Скоро Газов привык к этим негнущимся телам и даже с любопытством рассматривал лица: может, еще найдутся знакомые.
Кунст торопил.
— Быстрее! Быстрее! Да укладывайте поплотнее, чтобы и вам места хватило.
Когда последний труп был перенесен, Кунст повернулся к арестованным:
— Еще раз спрашиваю: кто хочет жить… два шага вперед.
Газов с трепетной надеждой поглядел по сторонам. Но люди стояли суровые, немного торжественные. Взгляд устремлен вдаль, поверх немецких автоматов. Газов судорожно подался вперед, его схватила чья-то крепкая рука:
— Не слюнтявь!
Раздался залп. Газов зажмурился, хотел крикнуть, но голоса не было. В тупом отчаянии, обхватив голову руками, он ждал конца.
Стало тихо. Газов приоткрыл глаза и увидел, что стоит над трупами расстрелянных, одежда его в чужой крови.
Кунст с презрением спросил:
— В штаны не наложил?
Через десять минут они уже были в СД. Газов едва поднимался по лестнице. Кружилась голова, подступала тошнота.
Его встретили Бунте и фон Винтер.
— Ты, однако, впечатлительный, — Винтер усмехнулся. — Но пойми же, отсюда есть только два выхода: к нам или на тот свет. И это последний разговор. — Он опять вытащил вербовочный лист. — Мы уходим, у тебя есть час на размышление.
В комнате остались часовой и Газов. Через минуту немец вытащил огромные карманные часы:
— Шнель!
И Газова прорвало. Лихорадочно, будто истекала последняя секунда, он обеими руками схватил бланк.
Вернувшиеся Бунте и фон Винтер похлопали его по плечу. Солдат принес новый синий костюм, пальто и ботинки. Газов оделся, и фон Винтер пригласил его в машину.
— Поедем в Корюк.
В большой комнате Газов увидел Жуковского. Винтер сказал:
— Будешь работать вместе. Зачисляем тебя в секретную школу, специализируйся… на партизана. Но учти, стипендия у нас… зарабатывается.

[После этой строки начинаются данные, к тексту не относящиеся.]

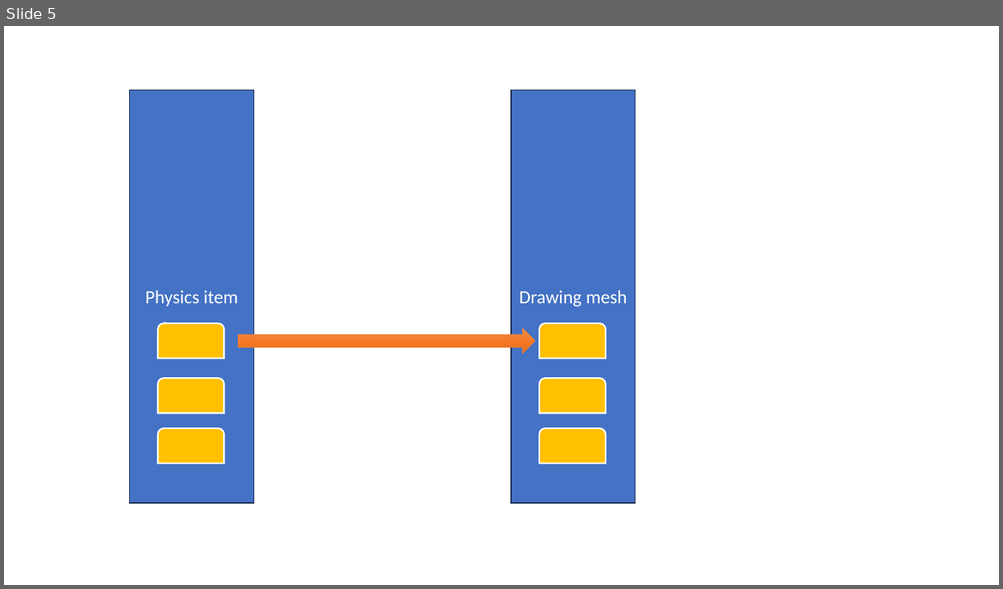
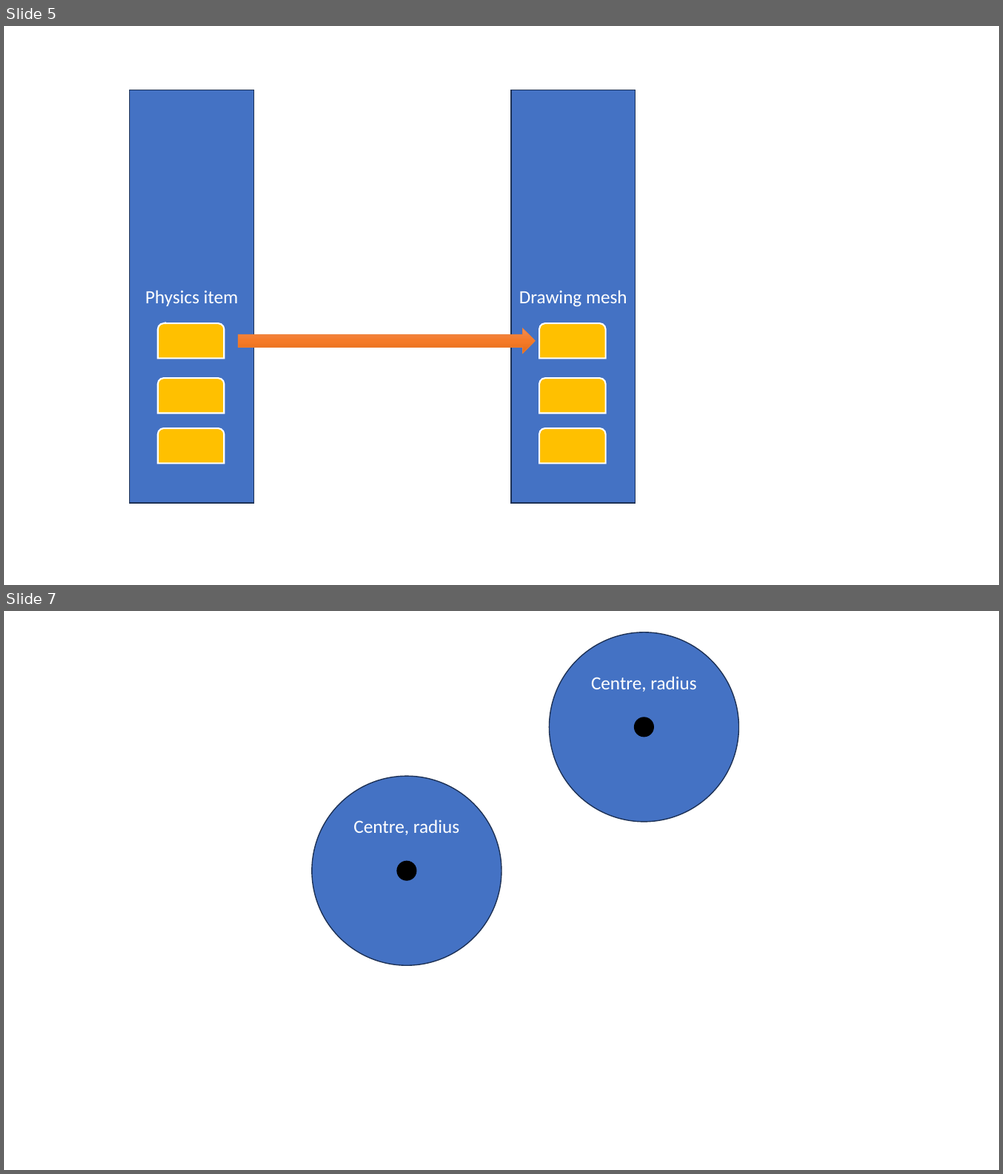
Before and after one commit to FeeneyCodes/GDP202425, a slide deck: 6019_Phys_1/D2D/W02/Collision_Detection (2024).pptx. Shown one above the other, each under a label of ours: slide 5 before the commit, slides 5 and 7 after it; the slides between them are not shown. The pictures are 1003x589 and 1003x1174 pixels, drawn with LibreOffice and Linux fonts; fonts in the diff are those of the drawing. Boxes give left, top, right and bottom in pixels: in the first picture for what was removed or moved away, otherwise in the second. Text is boxed around its words. In the diff, an @@ line names an element or a change of style, - is before the commit and + after.

```diff
--- a/6019_Phys_1/D2D/W02/Collision_Detection (2024).pptx
+++ b/6019_Phys_1/D2D/W02/Collision_Detection (2024).pptx
@@ slide 7 added at <box>4,611,999,1170</box>, background #FFFFFF @@
@@ ellipse added at <box>549,632,739,822</box>, fill #4472C4, outline #1E3256 1 pt, 18 pt, text #FFFFFF @@
+Centre, radius
@@ ellipse added at <box>634,718,654,737</box>, fill #000000, outline #000000 1 pt @@
@@ ellipse added at <box>312,776,502,965</box>, fill #4472C4, outline #1E3256 1 pt, 18 pt, text #FFFFFF @@
+Centre, radius
@@ ellipse added at <box>397,862,417,881</box>, fill #000000, outline #000000 1 pt @@
```
Also in this commit, not shown: 2 slides changed, 3 other slides added, 1 slide removed, 42 other files.

Жуковский и Газов недоверчиво, как незнакомые псы, принюхивались друг к другу.
Из-под земли
Радистка Женя Чибисова — свояченица Дуки, очень красивая, светловолосая, похожая на снегурочку девушка — каждый радиосеанс начинала с запроса: «Как здоровье Сафроновой?» Партизаны с нетерпением и тревогой ждали ответа. Валя была всеобщей любимицей, живым заветом Дмитрия Ефимовича Кравцова. Без нее в лесу казалось тускло и неуютно, как в давно нетопленном и плохо освещенном доме. И когда однажды пришло сообщение, что кризис миновал и раненая начала поправляться, радовались все, как за родную.
Лечение в госпитале, однако, затянулось. Радиотелеграмма известила, что Валю выпишут не раньше, чем к середине лета. Дуку это страшно огорчило, борьба в подполье обострялась, и Валя нужна была как никогда раньше.
Дука вызвал к себе партизана-разведчика Васю. Состоялся малоприятный разговор.